**Data records:**
= Beginning of Section =
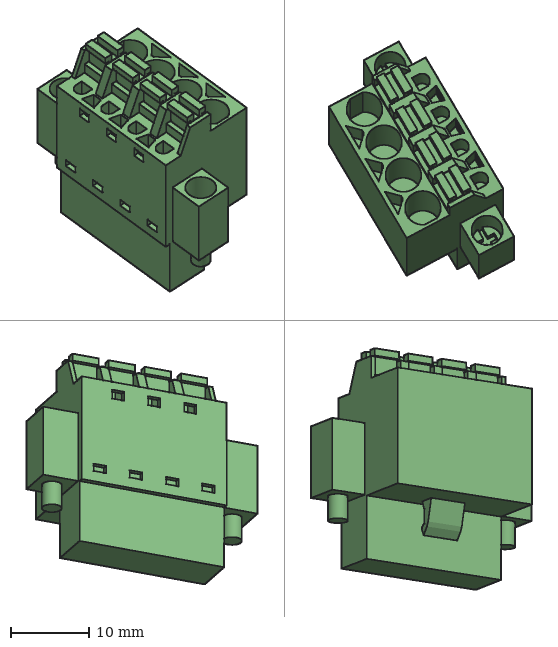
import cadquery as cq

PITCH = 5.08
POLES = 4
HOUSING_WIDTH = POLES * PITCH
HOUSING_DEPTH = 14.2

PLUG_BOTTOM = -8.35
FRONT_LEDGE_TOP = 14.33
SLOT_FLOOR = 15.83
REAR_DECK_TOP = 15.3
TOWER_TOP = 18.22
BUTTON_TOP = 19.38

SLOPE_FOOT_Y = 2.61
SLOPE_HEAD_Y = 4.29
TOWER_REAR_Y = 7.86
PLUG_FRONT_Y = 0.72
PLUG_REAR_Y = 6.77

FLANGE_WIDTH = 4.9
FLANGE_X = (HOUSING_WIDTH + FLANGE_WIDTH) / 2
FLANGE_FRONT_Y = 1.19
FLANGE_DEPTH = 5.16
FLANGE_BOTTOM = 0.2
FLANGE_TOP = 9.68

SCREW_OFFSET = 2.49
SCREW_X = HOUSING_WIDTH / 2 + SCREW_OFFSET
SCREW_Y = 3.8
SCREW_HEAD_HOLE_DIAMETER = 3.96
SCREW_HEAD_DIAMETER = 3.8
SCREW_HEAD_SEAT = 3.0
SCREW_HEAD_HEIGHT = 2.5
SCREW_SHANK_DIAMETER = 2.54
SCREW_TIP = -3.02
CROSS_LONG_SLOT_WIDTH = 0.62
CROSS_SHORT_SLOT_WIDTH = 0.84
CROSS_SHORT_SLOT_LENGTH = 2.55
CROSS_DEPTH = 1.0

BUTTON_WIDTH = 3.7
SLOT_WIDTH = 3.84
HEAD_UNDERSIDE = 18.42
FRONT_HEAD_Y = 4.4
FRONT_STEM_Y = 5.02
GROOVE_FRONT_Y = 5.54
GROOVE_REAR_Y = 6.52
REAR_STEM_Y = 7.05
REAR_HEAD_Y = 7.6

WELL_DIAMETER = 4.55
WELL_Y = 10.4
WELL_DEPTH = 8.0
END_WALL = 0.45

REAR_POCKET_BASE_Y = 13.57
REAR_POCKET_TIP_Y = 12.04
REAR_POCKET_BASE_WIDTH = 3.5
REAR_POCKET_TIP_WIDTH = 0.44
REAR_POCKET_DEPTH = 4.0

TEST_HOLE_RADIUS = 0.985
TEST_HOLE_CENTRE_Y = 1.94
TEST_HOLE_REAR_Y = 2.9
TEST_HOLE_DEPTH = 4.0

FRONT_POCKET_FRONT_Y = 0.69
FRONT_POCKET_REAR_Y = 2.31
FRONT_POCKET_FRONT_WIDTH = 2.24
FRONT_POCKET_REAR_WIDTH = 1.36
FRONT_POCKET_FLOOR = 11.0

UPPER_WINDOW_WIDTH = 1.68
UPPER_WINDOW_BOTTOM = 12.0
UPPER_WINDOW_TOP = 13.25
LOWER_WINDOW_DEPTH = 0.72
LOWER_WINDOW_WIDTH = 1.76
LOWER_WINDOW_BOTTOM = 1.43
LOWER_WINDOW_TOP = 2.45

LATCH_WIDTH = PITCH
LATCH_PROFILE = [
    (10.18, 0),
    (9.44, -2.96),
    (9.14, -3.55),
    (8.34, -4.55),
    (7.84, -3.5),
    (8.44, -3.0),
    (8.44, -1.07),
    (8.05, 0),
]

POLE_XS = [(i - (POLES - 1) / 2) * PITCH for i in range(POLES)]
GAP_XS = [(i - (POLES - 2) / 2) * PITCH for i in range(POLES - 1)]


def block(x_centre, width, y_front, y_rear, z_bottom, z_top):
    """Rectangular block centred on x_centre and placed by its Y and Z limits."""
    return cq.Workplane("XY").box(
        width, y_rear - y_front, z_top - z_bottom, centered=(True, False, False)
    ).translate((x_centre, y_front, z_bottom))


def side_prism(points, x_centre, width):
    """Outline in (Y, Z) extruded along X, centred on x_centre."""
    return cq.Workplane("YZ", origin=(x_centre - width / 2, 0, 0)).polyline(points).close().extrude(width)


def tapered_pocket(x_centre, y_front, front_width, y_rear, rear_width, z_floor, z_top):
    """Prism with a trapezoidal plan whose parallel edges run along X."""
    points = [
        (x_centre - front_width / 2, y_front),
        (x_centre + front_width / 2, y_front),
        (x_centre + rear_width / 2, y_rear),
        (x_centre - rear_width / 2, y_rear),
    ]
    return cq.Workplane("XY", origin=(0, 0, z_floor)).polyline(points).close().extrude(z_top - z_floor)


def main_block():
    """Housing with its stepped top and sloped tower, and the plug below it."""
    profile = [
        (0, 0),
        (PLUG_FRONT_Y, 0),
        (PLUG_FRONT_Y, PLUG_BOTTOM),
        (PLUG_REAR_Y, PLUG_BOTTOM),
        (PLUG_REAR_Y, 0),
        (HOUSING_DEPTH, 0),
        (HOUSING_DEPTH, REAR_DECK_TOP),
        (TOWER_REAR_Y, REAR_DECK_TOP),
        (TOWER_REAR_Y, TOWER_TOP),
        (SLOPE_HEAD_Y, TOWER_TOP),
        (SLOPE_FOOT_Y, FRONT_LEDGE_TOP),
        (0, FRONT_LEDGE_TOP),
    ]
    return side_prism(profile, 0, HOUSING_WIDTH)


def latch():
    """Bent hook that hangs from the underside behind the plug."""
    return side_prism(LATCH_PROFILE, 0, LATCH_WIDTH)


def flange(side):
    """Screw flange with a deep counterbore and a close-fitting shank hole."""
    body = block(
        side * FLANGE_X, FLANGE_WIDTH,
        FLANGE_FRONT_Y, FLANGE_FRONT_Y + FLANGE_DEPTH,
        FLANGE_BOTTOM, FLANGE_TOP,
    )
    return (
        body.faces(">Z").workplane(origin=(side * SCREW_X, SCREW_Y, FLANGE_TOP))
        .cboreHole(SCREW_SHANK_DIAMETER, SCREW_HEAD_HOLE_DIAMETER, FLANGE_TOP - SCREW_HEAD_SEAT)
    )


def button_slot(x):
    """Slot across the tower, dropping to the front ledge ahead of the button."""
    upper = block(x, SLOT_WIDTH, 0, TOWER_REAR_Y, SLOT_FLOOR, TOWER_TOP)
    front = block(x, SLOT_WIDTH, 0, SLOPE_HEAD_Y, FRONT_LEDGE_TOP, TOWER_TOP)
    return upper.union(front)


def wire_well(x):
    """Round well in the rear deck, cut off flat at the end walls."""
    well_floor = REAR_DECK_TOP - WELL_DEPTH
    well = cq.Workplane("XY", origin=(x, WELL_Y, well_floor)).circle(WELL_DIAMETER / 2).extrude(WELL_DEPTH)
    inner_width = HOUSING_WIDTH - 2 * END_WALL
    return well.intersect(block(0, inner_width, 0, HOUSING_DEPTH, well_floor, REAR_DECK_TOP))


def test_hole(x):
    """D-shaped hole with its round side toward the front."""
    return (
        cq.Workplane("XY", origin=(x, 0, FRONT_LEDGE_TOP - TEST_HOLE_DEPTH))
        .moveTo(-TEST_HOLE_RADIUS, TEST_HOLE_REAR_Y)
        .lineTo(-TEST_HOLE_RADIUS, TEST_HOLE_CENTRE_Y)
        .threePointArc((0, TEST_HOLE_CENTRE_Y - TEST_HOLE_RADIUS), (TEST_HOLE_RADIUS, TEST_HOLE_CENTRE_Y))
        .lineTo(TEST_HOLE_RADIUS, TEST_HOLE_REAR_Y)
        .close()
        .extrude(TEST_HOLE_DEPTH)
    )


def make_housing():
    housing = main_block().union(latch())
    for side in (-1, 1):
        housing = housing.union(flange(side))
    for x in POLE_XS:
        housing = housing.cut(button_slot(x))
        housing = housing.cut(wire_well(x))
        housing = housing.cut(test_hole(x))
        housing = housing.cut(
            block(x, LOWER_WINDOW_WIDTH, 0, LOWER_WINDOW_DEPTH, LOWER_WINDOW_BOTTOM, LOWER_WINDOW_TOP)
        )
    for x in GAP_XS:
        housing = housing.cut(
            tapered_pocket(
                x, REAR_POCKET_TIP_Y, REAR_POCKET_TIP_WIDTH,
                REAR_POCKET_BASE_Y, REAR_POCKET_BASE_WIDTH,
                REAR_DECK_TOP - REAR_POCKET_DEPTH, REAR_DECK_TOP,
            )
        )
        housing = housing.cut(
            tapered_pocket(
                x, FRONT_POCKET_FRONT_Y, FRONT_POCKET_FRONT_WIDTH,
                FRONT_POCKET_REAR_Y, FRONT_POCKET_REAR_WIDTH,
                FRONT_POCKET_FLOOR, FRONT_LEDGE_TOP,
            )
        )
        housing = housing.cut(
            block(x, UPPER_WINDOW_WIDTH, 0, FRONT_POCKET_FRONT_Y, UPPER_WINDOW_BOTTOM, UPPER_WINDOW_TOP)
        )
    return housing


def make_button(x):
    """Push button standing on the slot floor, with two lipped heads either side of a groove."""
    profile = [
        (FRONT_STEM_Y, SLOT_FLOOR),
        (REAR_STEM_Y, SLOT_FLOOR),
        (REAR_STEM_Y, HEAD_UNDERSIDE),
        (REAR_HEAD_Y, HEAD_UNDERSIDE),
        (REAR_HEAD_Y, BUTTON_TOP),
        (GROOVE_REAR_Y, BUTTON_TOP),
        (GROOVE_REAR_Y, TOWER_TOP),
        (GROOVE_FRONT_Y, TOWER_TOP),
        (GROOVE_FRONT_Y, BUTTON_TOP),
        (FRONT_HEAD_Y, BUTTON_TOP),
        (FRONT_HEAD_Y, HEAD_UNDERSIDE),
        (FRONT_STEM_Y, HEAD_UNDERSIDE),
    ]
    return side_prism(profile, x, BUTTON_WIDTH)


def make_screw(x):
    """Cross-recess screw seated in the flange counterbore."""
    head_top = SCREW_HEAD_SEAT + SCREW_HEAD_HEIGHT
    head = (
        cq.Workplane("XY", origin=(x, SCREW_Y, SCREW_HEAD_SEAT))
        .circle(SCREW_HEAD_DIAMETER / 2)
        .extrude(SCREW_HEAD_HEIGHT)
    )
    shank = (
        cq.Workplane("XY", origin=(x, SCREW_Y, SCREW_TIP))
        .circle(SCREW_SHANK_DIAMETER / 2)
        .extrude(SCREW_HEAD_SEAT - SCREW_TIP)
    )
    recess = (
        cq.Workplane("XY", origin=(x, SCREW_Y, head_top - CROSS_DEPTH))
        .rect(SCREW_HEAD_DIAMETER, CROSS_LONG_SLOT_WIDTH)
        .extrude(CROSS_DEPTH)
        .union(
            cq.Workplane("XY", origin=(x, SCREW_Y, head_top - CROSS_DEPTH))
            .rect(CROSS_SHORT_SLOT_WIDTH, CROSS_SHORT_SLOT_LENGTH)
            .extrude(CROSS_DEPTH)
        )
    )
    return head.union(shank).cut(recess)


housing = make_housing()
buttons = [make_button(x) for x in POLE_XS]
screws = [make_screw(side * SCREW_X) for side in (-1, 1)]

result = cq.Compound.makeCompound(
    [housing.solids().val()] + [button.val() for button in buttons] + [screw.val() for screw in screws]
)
= End of Section =
**Exercise aim:** The lines above starting at the one that contains "HOUSING_WIDTH = POLES * PITCH" and ending at the one that contains "FLANGE_TOP = 9.68" must be transcribed exactly, and no other lines may appear.

**Answer space:**
HOUSING_WIDTH = POLES * PITCH
HOUSING_DEPTH = 14.2

PLUG_BOTTOM = -8.35
FRONT_LEDGE_TOP = 14.33
SLOT_FLOOR = 15.83
REAR_DECK_TOP = 15.3
TOWER_TOP = 18.22
BUTTON_TOP = 19.38

SLOPE_FOOT_Y = 2.61
SLOPE_HEAD_Y = 4.29
TOWER_REAR_Y = 7.86
PLUG_FRONT_Y = 0.72
PLUG_REAR_Y = 6.77

FLANGE_WIDTH = 4.9
FLANGE_X = (HOUSING_WIDTH + FLANGE_WIDTH) / 2
FLANGE_FRONT_Y = 1.19
FLANGE_DEPTH = 5.16
FLANGE_BOTTOM = 0.2
FLANGE_TOP = 9.68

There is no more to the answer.